Work order: Produce as output only the lines below starting at the line with "grip_end_x = 96.9" and continuing through the line with "tip_half_width = tip_x - tip_round_start_x", each one exactly as written.

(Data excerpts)
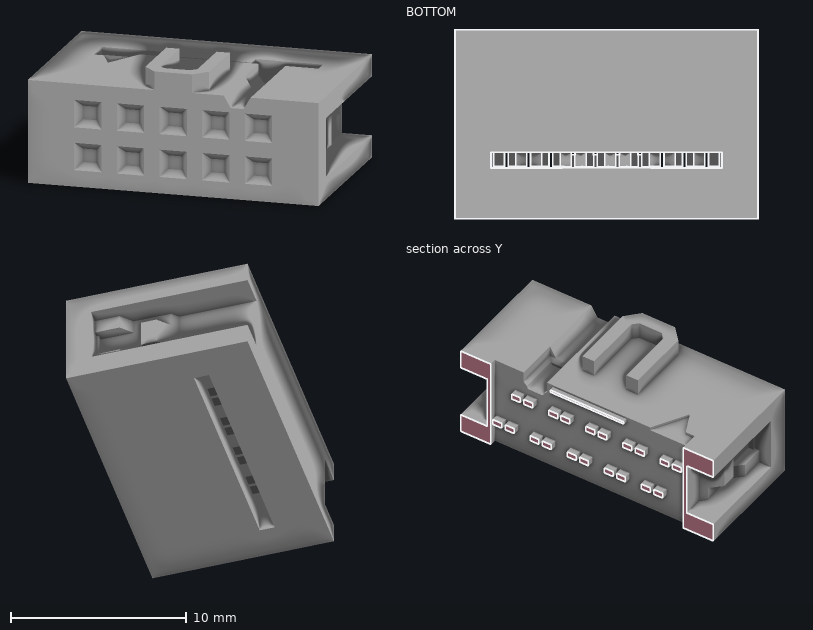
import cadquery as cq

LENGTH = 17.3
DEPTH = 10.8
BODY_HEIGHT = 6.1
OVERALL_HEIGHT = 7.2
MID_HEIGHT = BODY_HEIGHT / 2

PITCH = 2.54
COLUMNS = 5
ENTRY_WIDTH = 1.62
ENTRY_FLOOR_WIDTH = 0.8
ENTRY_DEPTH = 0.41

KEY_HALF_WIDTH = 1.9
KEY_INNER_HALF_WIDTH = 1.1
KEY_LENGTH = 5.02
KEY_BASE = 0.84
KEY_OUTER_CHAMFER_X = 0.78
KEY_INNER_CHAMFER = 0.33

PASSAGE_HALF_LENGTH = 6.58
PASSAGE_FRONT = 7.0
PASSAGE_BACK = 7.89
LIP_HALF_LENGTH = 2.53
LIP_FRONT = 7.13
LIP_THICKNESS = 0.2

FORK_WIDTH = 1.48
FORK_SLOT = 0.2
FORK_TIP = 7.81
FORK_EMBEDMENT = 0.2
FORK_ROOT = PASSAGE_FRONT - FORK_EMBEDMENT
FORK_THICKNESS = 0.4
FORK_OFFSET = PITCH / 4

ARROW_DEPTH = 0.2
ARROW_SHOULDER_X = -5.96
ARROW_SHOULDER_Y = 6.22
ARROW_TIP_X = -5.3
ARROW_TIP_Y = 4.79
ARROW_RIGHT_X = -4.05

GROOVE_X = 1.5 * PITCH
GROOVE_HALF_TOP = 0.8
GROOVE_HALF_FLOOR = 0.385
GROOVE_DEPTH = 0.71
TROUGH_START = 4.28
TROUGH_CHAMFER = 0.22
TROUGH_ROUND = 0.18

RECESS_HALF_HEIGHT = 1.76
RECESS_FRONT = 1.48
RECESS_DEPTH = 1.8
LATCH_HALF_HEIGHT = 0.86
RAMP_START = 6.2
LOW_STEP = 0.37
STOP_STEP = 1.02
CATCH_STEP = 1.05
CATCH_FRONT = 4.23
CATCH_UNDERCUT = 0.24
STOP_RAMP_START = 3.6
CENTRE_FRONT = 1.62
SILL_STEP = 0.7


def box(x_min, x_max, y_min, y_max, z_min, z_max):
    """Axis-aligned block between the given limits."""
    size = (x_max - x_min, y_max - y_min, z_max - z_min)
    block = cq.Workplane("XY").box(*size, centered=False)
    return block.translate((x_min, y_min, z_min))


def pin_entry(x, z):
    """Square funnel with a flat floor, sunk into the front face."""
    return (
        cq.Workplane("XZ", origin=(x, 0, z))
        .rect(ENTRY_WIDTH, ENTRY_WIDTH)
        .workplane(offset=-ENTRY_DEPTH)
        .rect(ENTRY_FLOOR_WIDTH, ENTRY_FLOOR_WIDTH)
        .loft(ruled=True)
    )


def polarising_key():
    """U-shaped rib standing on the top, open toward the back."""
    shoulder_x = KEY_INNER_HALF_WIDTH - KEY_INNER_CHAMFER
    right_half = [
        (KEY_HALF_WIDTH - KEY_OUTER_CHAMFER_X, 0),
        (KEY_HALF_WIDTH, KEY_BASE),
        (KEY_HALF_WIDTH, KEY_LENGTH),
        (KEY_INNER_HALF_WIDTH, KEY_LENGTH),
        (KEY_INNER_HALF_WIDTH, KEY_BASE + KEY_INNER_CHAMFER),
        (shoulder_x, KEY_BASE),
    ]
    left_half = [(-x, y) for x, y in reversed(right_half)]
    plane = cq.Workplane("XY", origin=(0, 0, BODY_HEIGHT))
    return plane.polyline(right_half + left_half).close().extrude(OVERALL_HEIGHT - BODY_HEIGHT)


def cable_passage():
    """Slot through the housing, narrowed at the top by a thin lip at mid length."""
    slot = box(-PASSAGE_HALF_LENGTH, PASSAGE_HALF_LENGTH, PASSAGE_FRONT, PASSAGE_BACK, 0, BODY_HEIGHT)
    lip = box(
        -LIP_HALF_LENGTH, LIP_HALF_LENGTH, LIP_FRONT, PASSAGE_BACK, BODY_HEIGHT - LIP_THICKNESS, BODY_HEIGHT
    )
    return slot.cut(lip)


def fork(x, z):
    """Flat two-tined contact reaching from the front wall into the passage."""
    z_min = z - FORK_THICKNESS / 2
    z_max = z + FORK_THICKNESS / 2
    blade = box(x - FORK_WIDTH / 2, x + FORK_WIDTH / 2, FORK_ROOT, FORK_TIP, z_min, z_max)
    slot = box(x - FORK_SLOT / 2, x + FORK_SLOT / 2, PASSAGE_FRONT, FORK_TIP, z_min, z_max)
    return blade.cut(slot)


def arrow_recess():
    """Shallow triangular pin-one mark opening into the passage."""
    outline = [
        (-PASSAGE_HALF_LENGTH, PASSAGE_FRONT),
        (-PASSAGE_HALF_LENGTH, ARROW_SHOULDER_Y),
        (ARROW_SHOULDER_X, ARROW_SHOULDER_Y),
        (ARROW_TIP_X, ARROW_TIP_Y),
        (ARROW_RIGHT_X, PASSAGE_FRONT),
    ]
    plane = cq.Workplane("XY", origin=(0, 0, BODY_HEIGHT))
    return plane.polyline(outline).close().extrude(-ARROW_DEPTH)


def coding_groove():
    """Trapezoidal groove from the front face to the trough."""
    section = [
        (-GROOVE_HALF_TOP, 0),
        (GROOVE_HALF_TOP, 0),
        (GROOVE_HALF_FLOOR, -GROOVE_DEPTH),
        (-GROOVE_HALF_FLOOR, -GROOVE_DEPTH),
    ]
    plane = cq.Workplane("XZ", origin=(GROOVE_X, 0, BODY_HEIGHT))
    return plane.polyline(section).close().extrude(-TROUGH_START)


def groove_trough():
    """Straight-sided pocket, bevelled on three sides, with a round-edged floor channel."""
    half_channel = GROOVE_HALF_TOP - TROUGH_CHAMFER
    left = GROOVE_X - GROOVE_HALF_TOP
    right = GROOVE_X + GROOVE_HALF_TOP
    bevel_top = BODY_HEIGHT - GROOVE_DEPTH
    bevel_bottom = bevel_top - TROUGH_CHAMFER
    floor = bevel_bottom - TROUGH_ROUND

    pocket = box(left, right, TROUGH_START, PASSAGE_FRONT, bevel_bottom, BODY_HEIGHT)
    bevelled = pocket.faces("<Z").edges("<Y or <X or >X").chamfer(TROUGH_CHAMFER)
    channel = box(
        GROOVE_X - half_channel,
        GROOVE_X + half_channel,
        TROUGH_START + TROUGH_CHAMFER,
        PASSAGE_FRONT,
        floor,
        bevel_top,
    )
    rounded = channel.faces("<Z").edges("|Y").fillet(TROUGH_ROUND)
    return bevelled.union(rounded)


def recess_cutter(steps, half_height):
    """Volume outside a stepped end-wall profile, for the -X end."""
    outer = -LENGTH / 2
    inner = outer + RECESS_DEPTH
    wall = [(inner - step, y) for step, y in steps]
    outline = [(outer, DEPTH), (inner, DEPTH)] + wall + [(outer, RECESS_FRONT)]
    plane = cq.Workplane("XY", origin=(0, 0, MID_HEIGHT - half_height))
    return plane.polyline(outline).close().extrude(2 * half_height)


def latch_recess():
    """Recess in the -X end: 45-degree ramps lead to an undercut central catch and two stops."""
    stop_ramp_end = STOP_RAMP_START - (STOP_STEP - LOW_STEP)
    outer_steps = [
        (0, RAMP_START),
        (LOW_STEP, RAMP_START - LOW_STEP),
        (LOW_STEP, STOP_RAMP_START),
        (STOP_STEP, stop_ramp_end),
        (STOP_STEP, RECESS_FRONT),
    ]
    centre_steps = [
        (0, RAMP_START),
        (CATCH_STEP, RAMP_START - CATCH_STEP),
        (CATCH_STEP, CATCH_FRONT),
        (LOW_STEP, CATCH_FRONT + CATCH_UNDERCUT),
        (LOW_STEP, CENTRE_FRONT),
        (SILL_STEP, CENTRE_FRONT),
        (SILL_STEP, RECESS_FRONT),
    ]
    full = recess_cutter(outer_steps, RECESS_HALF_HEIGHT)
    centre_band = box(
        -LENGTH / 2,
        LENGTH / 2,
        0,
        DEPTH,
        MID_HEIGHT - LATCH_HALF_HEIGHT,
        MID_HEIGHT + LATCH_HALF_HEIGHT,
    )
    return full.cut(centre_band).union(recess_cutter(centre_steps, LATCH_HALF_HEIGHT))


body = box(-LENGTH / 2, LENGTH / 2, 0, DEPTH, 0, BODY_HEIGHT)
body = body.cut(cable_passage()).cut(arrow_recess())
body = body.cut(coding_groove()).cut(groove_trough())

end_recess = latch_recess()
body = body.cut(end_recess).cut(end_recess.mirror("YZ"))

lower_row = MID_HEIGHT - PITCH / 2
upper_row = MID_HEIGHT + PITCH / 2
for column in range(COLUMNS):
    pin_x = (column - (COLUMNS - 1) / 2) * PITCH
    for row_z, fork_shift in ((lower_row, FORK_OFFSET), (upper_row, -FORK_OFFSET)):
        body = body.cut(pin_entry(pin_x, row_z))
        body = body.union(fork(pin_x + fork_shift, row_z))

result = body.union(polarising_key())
...
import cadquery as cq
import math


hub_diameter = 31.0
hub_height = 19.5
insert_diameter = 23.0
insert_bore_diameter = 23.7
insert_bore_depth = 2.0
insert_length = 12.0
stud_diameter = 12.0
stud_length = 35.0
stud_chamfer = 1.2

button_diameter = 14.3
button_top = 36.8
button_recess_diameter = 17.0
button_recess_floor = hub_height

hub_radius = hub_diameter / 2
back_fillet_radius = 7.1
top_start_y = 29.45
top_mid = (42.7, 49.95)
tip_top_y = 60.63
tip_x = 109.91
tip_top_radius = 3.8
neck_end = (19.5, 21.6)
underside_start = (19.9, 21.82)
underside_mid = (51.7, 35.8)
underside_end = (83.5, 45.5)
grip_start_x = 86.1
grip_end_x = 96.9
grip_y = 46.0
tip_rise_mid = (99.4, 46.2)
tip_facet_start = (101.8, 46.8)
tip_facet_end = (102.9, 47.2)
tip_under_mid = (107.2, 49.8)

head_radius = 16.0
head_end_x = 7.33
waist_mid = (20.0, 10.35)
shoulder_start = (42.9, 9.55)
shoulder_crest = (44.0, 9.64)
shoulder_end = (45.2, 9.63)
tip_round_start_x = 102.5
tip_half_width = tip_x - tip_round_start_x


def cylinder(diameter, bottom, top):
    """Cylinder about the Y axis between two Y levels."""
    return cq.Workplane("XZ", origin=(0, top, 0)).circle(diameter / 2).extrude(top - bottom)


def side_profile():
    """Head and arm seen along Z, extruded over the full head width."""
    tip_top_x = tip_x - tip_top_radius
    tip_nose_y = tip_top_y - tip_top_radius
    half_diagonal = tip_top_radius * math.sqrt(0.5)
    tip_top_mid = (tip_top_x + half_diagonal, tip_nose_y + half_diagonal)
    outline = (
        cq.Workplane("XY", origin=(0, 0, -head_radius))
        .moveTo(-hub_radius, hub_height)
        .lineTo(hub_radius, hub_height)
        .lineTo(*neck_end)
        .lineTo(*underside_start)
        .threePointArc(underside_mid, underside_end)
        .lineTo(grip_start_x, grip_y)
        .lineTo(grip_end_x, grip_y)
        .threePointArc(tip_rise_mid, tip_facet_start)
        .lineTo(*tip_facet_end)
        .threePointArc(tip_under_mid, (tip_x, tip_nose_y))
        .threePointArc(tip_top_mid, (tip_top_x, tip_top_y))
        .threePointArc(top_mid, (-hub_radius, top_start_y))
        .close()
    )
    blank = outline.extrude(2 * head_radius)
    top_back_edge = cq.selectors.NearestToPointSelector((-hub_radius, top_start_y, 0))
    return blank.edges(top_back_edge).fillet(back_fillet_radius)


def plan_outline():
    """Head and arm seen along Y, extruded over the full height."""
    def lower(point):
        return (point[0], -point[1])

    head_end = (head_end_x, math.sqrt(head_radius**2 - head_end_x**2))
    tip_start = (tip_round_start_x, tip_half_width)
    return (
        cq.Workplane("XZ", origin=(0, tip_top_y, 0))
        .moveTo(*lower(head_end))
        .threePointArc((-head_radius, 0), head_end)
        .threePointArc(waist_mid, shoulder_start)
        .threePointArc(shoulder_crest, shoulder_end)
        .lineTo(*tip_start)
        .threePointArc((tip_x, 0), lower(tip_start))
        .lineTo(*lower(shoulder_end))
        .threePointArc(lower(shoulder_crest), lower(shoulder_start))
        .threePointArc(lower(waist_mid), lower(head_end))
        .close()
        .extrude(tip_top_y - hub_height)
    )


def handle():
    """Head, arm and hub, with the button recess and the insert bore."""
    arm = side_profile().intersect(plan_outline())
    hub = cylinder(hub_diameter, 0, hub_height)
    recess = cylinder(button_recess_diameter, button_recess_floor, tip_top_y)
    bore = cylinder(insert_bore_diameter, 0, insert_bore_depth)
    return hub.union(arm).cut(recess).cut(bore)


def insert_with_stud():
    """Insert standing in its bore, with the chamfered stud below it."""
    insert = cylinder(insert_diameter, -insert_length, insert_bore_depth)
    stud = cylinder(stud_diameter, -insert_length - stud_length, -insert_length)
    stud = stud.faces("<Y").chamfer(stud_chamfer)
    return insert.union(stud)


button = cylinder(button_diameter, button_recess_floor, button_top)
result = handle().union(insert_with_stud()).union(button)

Response area:
grip_end_x = 96.9
grip_y = 46.0
tip_rise_mid = (99.4, 46.2)
tip_facet_start = (101.8, 46.8)
tip_facet_end = (102.9, 47.2)
tip_under_mid = (107.2, 49.8)

head_radius = 16.0
head_end_x = 7.33
waist_mid = (20.0, 10.35)
shoulder_start = (42.9, 9.55)
shoulder_crest = (44.0, 9.64)
shoulder_end = (45.2, 9.63)
tip_round_start_x = 102.5
tip_half_width = tip_x - tip_round_start_x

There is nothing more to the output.